ROS gradually increases with aging, which contributes to poor fertility in aged females [
35,
36]. Oxidative stress occurs when ROS production exceeds the antioxidant defense capacity of cells [
37]. The endogenous antioxidants include SOD, GSH-PX, and T-AOC, which play an important role in protecting the cellular structures from the damage of ROS induced by aging in laying hens [
38]. MDA is a metabolic product of lipid peroxidation and is a biomarker of oxidative stress. GSH-PX is a Se-dependent enzyme that catalyzes the reduction of hydrogen peroxide and organic peroxides to water [
39]. In the present study, dietary Se supplementation increased T-AOC in the ovary. This is consistent with the results of previous studies [
30,
40]. Our study showed that SEC, SEY, and SEC + SEY tended to elevate GSH-PX activity and reduced MDA levels in the ovaries of hens. In agreement with our results, Jing et al. reported [
41] that hens fed organic Se had increased GSH-PX activity and decreased MDA content in plasma. This may be attributed to the fact that the organic sources of Se (SEC and SEY) mainly exist in the form of selenoproteins and have high bioavailability. Se exerts its antioxidant function by incorporation into selenoproteins. It is believed that selenoproteins such as GPX1, GPX3, GPX4, and Selenof can eliminate the accumulating ROS and mitigate the oxidative stress during ovarian follicle development [
42]. In our study, dietary supplementation with different Se sources up-regulated the mRNA expression of
Selenof and
GPX1 in the ovary. SEC supplementation also increased the mRNA expression of ovarian
GPX4. In agreement with our study, Yang et al. indicated [
13] that dietary Se elevated the mRNA expression of
GPX1,
GPX3,
GPX4, and
Selenof in ovaries of aging mice, ameliorating the ovarian oxidative stress induced by aging. Thus, our results indicated that SEC improved the ovarian antioxidant capacity, alleviating ovarian aging.

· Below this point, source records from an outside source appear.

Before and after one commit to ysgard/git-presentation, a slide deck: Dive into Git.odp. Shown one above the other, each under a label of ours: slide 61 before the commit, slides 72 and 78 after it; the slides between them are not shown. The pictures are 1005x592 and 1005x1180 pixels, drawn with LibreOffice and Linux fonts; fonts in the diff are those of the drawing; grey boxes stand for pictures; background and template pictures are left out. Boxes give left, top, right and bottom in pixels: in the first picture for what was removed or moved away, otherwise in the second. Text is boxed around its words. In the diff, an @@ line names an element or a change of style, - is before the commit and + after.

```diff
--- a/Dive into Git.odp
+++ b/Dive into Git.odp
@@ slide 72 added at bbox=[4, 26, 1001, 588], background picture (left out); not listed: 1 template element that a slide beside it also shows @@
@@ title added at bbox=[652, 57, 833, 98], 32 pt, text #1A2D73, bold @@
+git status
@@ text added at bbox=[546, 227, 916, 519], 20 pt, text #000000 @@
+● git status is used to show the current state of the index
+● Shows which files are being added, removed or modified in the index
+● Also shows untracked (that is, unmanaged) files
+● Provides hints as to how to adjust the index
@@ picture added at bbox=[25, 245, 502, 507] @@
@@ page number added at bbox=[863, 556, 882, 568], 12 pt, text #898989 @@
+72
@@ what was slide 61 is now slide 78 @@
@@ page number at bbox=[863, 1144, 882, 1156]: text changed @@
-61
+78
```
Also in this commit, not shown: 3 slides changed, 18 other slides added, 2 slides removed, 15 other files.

The Nrf2/Keap1 signaling pathway plays an important role in the resistance to oxidative stress [
7,
43]. As a key factor, Nrf2 activates the oxidative stress defense system to regulate the transcription of antioxidant genes, such as
SOD,
GSH-PX, and catalase (
CAT) [
44]. Keap1 is a negative regulator of Nrf2 [
45]. Liu et al. indicated [
32] that the Nrf2/Keap1 pathway was down-regulated during the ovarian aging process. Reszka et al. demonstrated [
46] that plasma Se levels were negatively correlated with
Keap1 mRNA levels and positively correlated with
Nrf2 mRNA levels in the peripheral blood leukocytes of humans. Similar to previous research, our study indicated that SEC or SEC + SEY supplementation up-regulated the mRNA expression of
Nrf2 and down-regulated that of
Keap1 in the ovaries of laying hens. Furthermore, SEC and SEY supplementation increased Nrf2/Keap1 downstream antioxidant enzyme signals such as
HO-1 and
NQO1 mRNA expression in the ovary. These results suggested that the antioxidant effect of SEC might be associated with the activation of the Nfr2/Keap1 signaling pathway.